■ **EXTRACTED RECORDS**
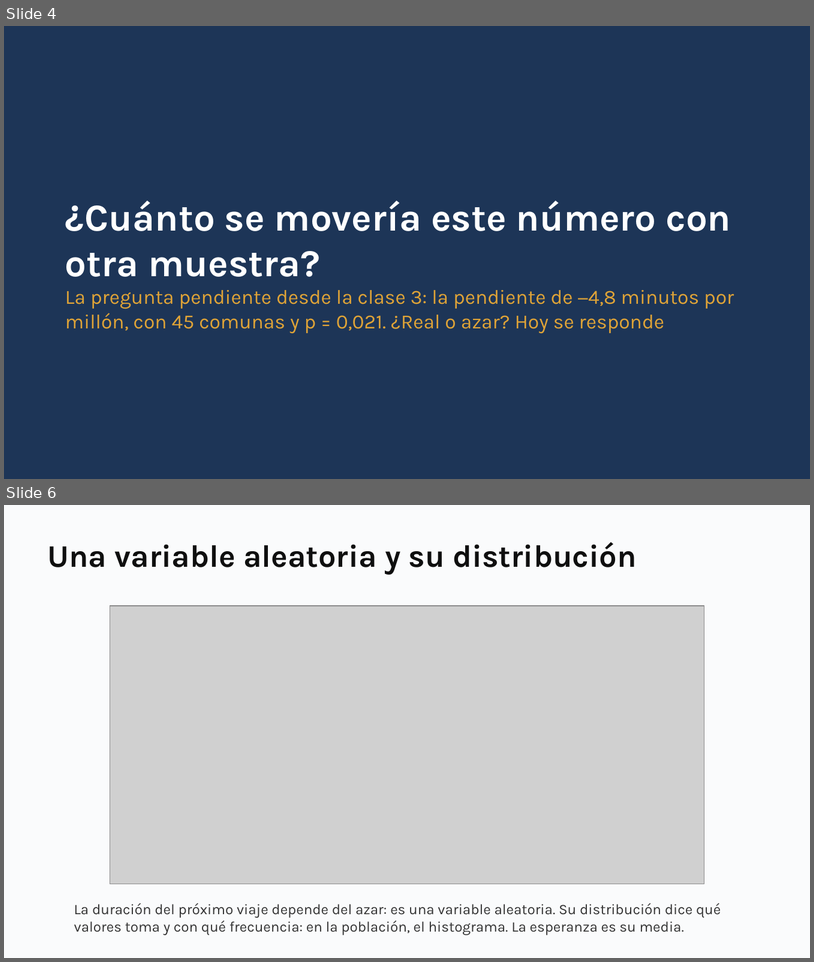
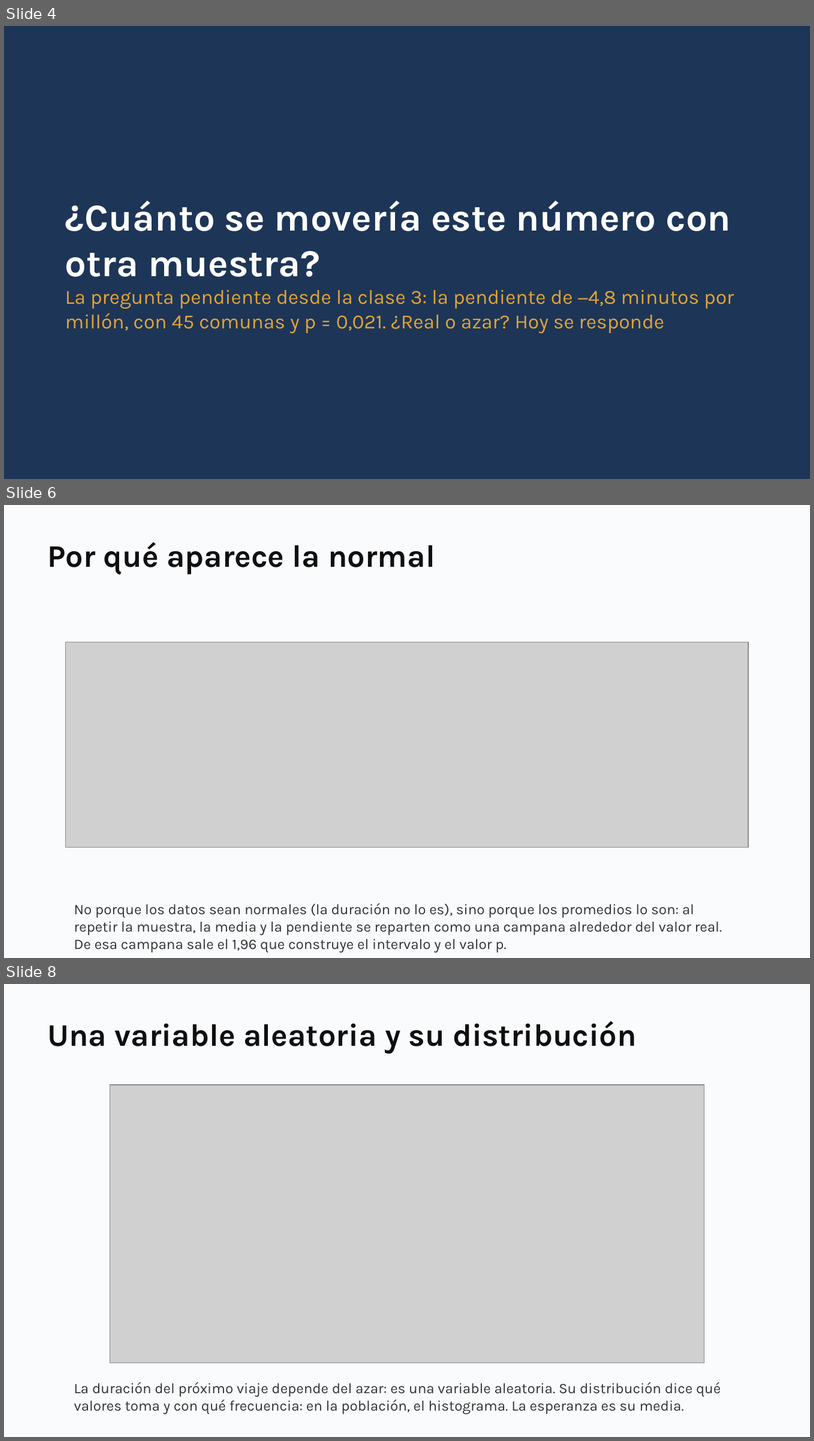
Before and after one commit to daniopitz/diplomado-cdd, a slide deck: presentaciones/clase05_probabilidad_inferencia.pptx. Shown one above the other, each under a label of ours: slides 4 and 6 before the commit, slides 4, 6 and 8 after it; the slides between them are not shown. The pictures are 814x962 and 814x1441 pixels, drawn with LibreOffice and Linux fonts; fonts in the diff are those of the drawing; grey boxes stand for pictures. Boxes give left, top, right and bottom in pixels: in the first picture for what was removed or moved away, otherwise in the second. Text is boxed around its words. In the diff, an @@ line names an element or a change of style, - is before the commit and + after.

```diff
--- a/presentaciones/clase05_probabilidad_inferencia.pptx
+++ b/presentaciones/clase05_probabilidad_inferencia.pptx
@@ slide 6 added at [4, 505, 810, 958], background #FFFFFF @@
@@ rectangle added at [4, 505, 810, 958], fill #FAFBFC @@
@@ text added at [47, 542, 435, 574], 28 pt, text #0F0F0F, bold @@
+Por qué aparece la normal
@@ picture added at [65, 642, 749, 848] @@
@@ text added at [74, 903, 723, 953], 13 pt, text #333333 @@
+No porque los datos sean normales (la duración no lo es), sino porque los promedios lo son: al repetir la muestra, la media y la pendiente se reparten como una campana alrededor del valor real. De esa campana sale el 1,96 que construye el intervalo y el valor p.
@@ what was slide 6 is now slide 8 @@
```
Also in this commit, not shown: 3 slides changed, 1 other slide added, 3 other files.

* * *

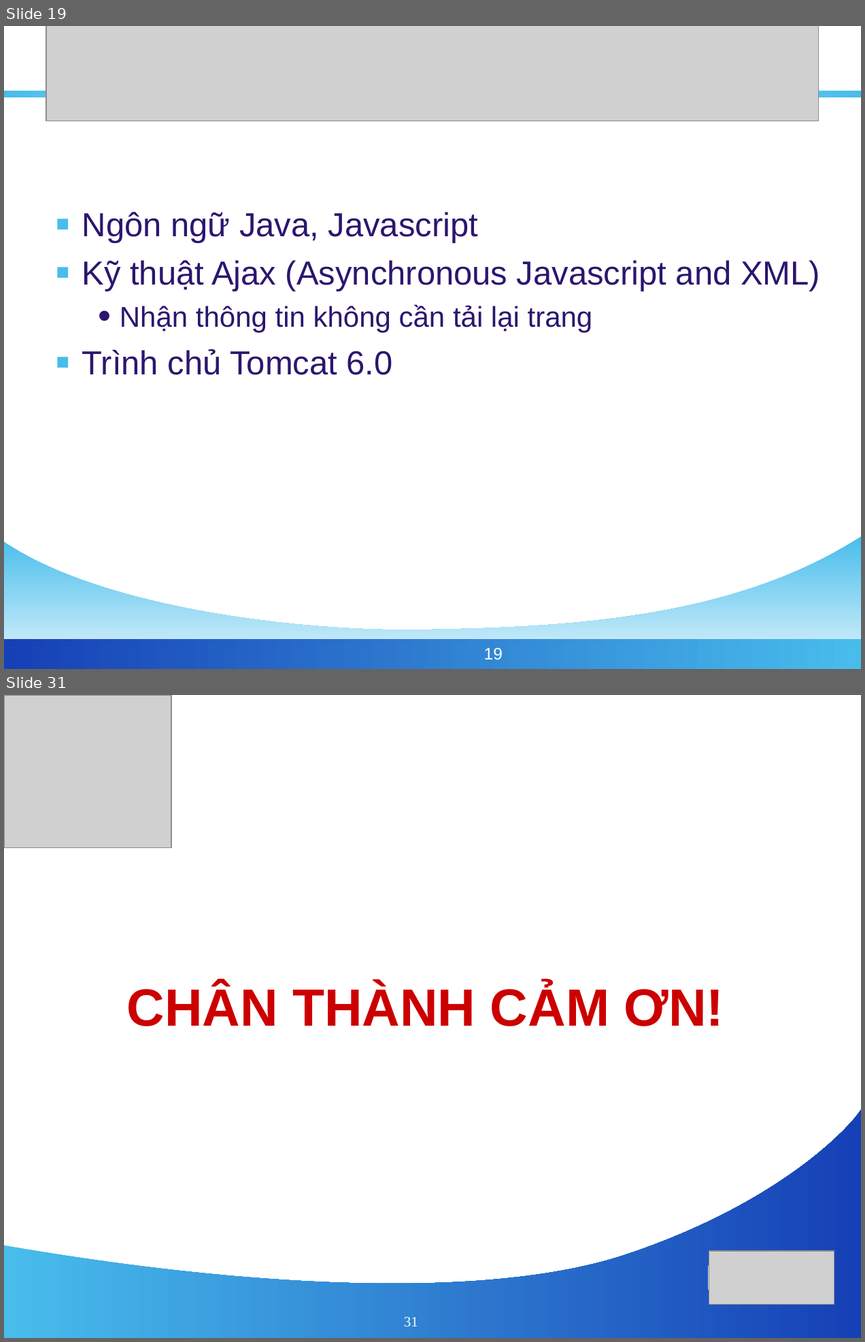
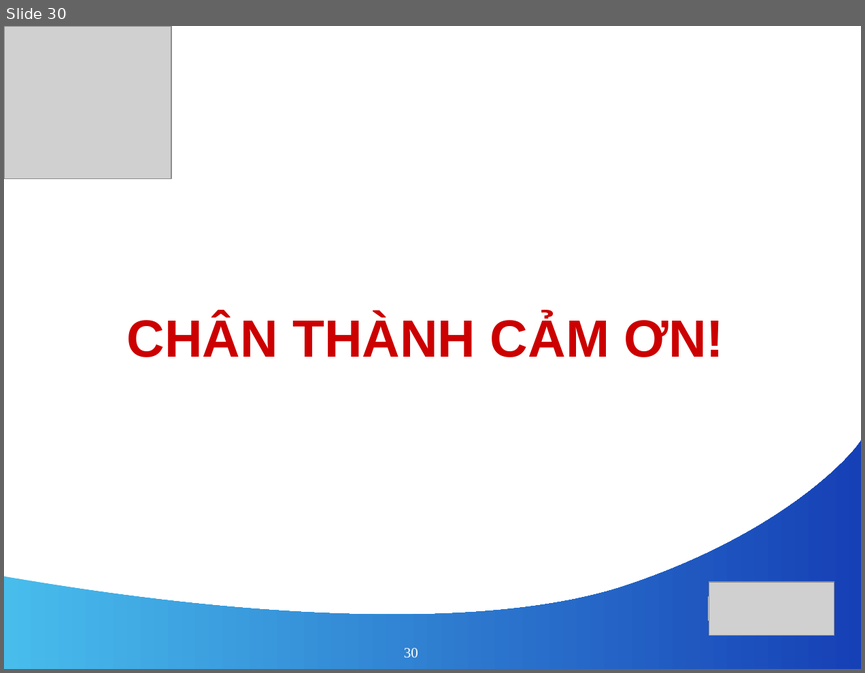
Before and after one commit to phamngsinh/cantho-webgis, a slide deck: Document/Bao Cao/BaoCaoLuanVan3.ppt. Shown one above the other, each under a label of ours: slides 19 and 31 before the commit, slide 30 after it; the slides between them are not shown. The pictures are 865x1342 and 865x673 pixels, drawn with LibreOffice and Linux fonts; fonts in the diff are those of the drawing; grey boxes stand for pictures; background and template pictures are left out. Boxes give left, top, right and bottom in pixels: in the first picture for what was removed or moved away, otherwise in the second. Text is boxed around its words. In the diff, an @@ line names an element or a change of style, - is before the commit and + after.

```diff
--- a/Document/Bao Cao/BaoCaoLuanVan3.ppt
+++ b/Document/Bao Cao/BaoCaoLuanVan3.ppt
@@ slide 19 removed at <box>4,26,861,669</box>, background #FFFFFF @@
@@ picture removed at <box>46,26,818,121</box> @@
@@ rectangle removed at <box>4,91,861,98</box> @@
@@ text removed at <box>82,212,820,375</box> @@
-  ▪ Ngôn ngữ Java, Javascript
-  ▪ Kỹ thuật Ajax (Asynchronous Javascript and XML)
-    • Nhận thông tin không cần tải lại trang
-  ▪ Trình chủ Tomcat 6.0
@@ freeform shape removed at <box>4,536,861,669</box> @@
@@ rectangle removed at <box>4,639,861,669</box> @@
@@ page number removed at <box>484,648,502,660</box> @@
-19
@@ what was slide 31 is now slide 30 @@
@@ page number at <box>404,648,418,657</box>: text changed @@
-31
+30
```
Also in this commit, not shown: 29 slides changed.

==

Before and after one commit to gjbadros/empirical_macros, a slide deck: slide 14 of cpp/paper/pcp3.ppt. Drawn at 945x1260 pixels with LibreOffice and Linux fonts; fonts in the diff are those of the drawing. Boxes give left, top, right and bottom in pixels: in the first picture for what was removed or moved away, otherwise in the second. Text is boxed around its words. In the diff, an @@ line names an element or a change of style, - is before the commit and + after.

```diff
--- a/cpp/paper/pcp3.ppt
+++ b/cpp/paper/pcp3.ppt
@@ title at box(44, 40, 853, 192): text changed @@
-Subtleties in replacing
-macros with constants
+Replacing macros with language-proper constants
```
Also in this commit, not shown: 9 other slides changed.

■ **EXERCISE BRIEF**
Select and copy every line of the material that holds the string "paper".

■ **REPLY TO THE TASK**
Before and after one commit to gjbadros/empirical_macros, a slide deck: slide 14 of cpp/paper/pcp3.ppt. Drawn at 945x1260 pixels with LibreOffice and Linux fonts; fonts in the diff are those of the drawing. Boxes give left, top, right and bottom in pixels: in the first picture for what was removed or moved away, otherwise in the second. Text is boxed around its words. In the diff, an @@ line names an element or a change of style, - is before the commit and + after.
--- a/cpp/paper/pcp3.ppt
+++ b/cpp/paper/pcp3.ppt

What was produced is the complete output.